Anamika Dey, editor
Brief news
- Berkshire Hathaway’s cash reserves reached a record $325.2 billion in Q3 2023, up from $276.9 billion in Q2, as Warren Buffett sold significant equity holdings, including Apple and Bank of America.
- The company did not repurchase shares during this period, contrasting with earlier buyback activities.
- Operational earnings fell 6% year-over-year to $10.1 billion, amid concerns over rising federal deficits and potential tax changes.
Detailed news
As Warren Buffett resumed his stock-selling frenzy and refrained from repurchasing shares, Berkshire Hathaway’s enormous cash pile surpassed $300 billion in the third quarter. This is a significant development for the company.
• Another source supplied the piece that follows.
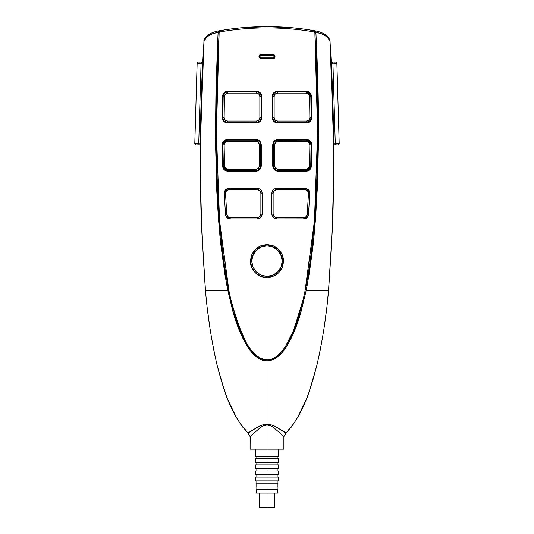 <?xml version="1.0" encoding="UTF-8"?>
<svg xmlns="http://www.w3.org/2000/svg" width="534" height="534" viewBox="0 0 534 534"><rect width="100%" height="100%" fill="white"/><g stroke="black" fill="none" stroke-linecap="round" stroke-linejoin="round"><path stroke-width="0.8" d="M201.118 62.284L201.445 61.944L202.72 63.272L201.044 62.999M336.874 63.299C335.279 61.136 337.234 62.478 332.569 61.944L331.28 63.272L333.623 143.78L334.01 144.674L334.898 145.034L335.272 143.759L332.929 63.199L335.272 143.759L333.623 143.78L331.28 63.272L332.929 63.199L331.28 63.272L332.555 61.944L334.825 62.011M336.861 63.306L332.929 63.199L332.555 61.944M334.191 144.814L333.43 144.754L334.204 144.827M331.574 62.405L331.28 63.186M332.976 62.798L332.929 63.152M334.898 145.034L337.161 144.988M335.038 144.948L335.245 144.253M335.272 143.759L339.203 143.639L335.272 143.759M201.071 63.199L201.452 63.219L201.071 63.199L198.728 143.759L200.377 143.78L199.99 144.674L199.102 145.034L198.728 143.759L200.377 143.78L202.72 63.272L197.139 63.306L194.797 143.639L198.728 143.759L201.071 63.199M199.082 145.034L199.082 145.034C195.364 144.507 195.965 145.989 194.79 143.639L197.126 63.292M196.839 144.988L199.102 145.034L198.728 143.759M199.87 143.773L200.25 143.78M201.071 63.152L201.445 61.944L199.175 62.011M267 507.3L274.623 507.3L267 507.3L267 493.076L267 507.3L259.377 507.3L267 507.3M277.673 489.264L277.673 493.076L277.673 489.264L256.327 489.264L267 489.264L267 486.975L267 489.264L277.673 489.264M256.327 493.076L256.327 489.264L256.327 493.076L277.673 493.076L256.327 493.076M278.434 458.773L278.434 462.584L267 462.584L267 464.874L278.434 464.874L278.434 468.685L267 468.685L267 474.779L278.434 474.779L267 474.779L267 483.163L267 480.88L278.434 480.88L267 480.88L267 474.779L255.566 474.779L267 474.779L267 470.968L255.566 470.968L278.434 470.968L267 470.968L267 468.685L255.566 468.685L255.566 464.874L255.566 468.685L278.434 468.685L278.434 464.874L255.566 464.874L267 464.874L267 462.584L255.566 462.584L255.566 458.773L255.566 462.584L278.434 462.584L278.434 458.773L255.566 458.773L267 458.773L267 456.49L267 458.773L278.434 458.773M277.927 483.163L277.927 486.975L277.927 483.163L256.073 483.163L277.927 483.163M256.073 486.975L256.073 483.163L256.073 486.975L277.927 486.975L256.073 486.975M278.434 477.069L267 477.069L278.434 477.069L278.434 480.88M278.688 272.781L283.514 261.113L278.688 249.451L282.259 254.791L283.194 257.889L283.514 261.113L282.259 267.434L278.675 272.794L276.171 274.843L270.224 277.313L267 277.627C256.967 276.652 251.467 271.145 250.486 261.113C249.745 269.283 258.83 278.368 267 277.627L267 276.358L263.549 275.958L260.485 274.897L256.22 271.893L253.223 267.627L252.155 264.57L251.754 261.113L252.155 257.655L254.057 253.063L255.826 250.746L258.529 248.437L261.867 246.761L267 245.867L267 244.599C277.019 245.587 282.526 251.093 283.514 261.113C282.526 271.132 277.019 276.639 267 277.627L260.679 276.372L255.325 272.794L251.741 267.434L250.486 261.113C251.474 271.132 256.981 276.639 267 277.627L278.661 272.801M278.661 249.425L267 244.599L255.325 249.438L250.486 261.113L251.741 254.791L255.325 249.438L260.679 245.854L267 244.599C256.981 245.587 251.474 251.093 250.486 261.113M283.908 436.418L283.908 449.121L267 449.121L267 425.024L263.522 425.718L260.512 427.414L250.126 436.518L250.119 449.121L267 449.121L267 456.49L278.434 456.49L278.434 449.121M278.434 456.49L255.566 456.49L267 456.49L267 449.121L283.881 449.121L283.881 436.505L273.488 427.414L270.478 425.718L267 425.024L267 449.121L250.092 449.121L250.092 436.418M283.881 449.121L283.881 436.505L273.488 427.414L270.478 425.718L267 425.024L263.522 425.718L260.512 427.414L250.126 436.518L247.983 432.961L250.126 436.518L250.119 449.121M247.903 432.894L250.092 436.505L247.449 432.467M236.015 416.8L233.592 412.288M226.356 395.681L220.295 377.324M200.824 128.44L202.84 65.255M250.092 436.505L250.092 449.121L250.179 436.492M283.908 436.505L283.908 449.121L283.908 436.505L286.658 432.366L283.908 436.505M331.16 65.255L333.176 128.44M313.705 377.324L309.974 389.199M300.408 412.288L297.985 416.8M219.32 31.112L219.494 32.027L218.119 32.287L218.186 31.019L219.214 30.825A2493.019 2493.019 180 0 0 219.214 30.838L219.147 32.093L219.214 30.812L218.186 31.019L217.952 32.32L218.366 32.24M203.948 40.697L203.848 43.788L204.101 40.691L207.346 36.612L212.198 33.862L218.119 32.294L213.24 33.455L208.927 35.504L206.097 37.767L203.941 40.751M218.346 32.24L217.965 32.314M219.494 32.027C235.207 29.203 251.027 27.841 266.953 27.955C251.027 27.841 235.207 29.203 219.494 32.027L219.087 33.248L218.052 33.675L218.119 32.294L217.572 43.788L218.119 32.294L217.572 43.788L218.052 33.675L219.087 33.248L218.9 37.133L219.147 32.087C213.433 145.135 216.691 231.335 228.926 290.703L219.547 220.702L216.417 132.025L219.147 32.087L218.119 32.287M227.931 290.897L224.834 274.142L220.836 244.619L218.486 219.18L216.744 190.491L215.476 135.99L215.963 89.879L217.572 43.788L215.476 135.99L217.572 43.788L215.963 89.879L215.476 135.99L216.604 187.367L219.908 235.761L226.529 283.801L227.931 290.897L205.497 290.89L227.925 290.89L232.804 311.102C235.561 321.421 239.319 331.3 244.065 340.732C248.911 349.523 255.693 360.343 267 360.937L260.759 359.536L255.399 356.031L249.031 348.876L244.065 340.732L239.119 329.952L235.093 318.725L232.804 311.102L226.129 281.612M203.848 43.788L200.857 126.945C200.13 159.713 200.31 192.474 201.398 225.221L205.497 290.89C199.255 205.003 198.708 122.64 203.848 43.788M219.294 31.005L219.214 30.812C217.278 31.045 212.826 32.093 209.655 34.069L207.506 35.571C204.802 38.168 203.614 39.85 203.961 40.624L203.948 40.711M219.214 30.832C227.878 29.31 235.814 28.262 243.01 27.675L267 26.733L267 27.955C282.96 27.861 298.793 29.216 314.506 32.027L314.68 31.112M219.22 30.798C235.02 27.968 250.947 26.6 267 26.7C283.053 26.6 298.98 27.968 314.78 30.798L315.814 31.019L314.786 30.825L314.853 32.093L314.786 30.825C306.122 29.31 298.186 28.262 290.99 27.675L267 26.733L267 27.955C282.96 27.861 298.793 29.216 314.506 32.027L314.913 33.248L315.948 33.675L315.881 32.294L320.393 33.328L324.125 34.944L327.322 37.18L330.059 40.751M219.774 223.546L228.926 290.703C232.163 306.396 235.995 319.652 240.433 330.479C243.504 337.975 246.768 344.083 250.239 348.809L250.186 348.742C246.741 344.029 243.497 337.955 240.44 330.506L232.01 304.193M236.722 418.029L234.519 414.07M200.811 129.288L203.14 58.466M249.565 432.26L254.331 429.142C258.656 426.019 262.882 424.383 267 424.236L267 425.024L267 424.236C264.917 423.716 260.692 425.351 254.331 429.142L247.983 432.961L239.866 423.082M236.562 417.755L228.425 400.961C227.711 401.167 223.933 389.246 217.091 365.196M215.396 357.86L213.854 350.491M209.441 324.532L207.94 313.345M277.62 356.832L280.824 353.915L284.882 348.996L289.875 340.839L296.297 326.267L301.196 311.102C298.439 321.421 294.681 331.3 289.935 340.732C285.089 349.523 278.307 360.343 267 360.937L267 424.236L267 360.937L259.01 358.628M205.543 291.35L205.497 290.89C207.613 315.941 211.477 340.712 217.091 365.196C223.532 389.286 230.374 414.064 247.889 432.874L247.983 432.961M244.732 341.974L232.804 311.102L237.703 326.267L244.125 340.839L250.913 351.352L256.66 357.052M215.509 142.618L217.051 196.652M230.868 299.527L236.936 321.074L245.366 341.019M250.239 348.809C255.673 356.218 261.26 359.923 267 359.923C252.328 358.207 245.773 342.287 240.433 330.479C235.407 317.617 231.569 304.353 228.926 290.703M228.365 188.422L228.932 188.382C225.989 188.709 224.42 190.358 224.24 193.315L225.508 214.508L224.24 193.315L225.508 193.255L226.776 214.414L225.508 214.508L226.776 214.414C227.097 216.363 228.232 217.431 230.201 217.598L230.201 218.873C227.497 218.64 225.935 217.184 225.508 214.508L224.24 193.315C224.434 190.371 226.002 188.729 228.932 188.382L257.441 188.382C260.292 188.669 261.86 190.231 262.141 193.088C261.84 190.251 260.278 188.682 257.441 188.382L228.932 188.382L228.932 189.657C226.776 189.89 225.635 191.092 225.508 193.255L224.24 193.315L224.527 191.446L225.528 189.844L227.798 188.522M226.736 188.943L224.66 191.159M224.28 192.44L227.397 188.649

The earnings report that was issued on Saturday morning revealed that the cash fortress of the Omaha-based company had increased to a record $325.2 billion by the end of September. This figure represents an increase from the $276.9 billion that it had in the second quarter.
The Oracle of Omaha continued to sell major sections of his largest equity holdings, which included Apple and Bank of America, which resulted in the accumulation of substantial amounts of cash. During the third quarter, Berkshire said that it had reduced its enormous Apple holding by almost one quarter. This is the fourth consecutive quarter that the company has reduced its stake in Apple. As a result of selling its long-term stake in Bank of America, Berkshire has been able to realize more than ten billion dollars in profits since the middle of 2017.
In general, the 94-year-old investor maintained a selling stance as Berkshire divested $36.1 billion in stock during the third quarter.
Absence of buybacks
In the midst of the selling binge, Berkshire did not repurchase any of the company’s shares during the time in question. Earlier in the year, repurchase activity had already slowed down, and this was due to the fact that Berkshire shares had beaten the overall market and reached historically high levels.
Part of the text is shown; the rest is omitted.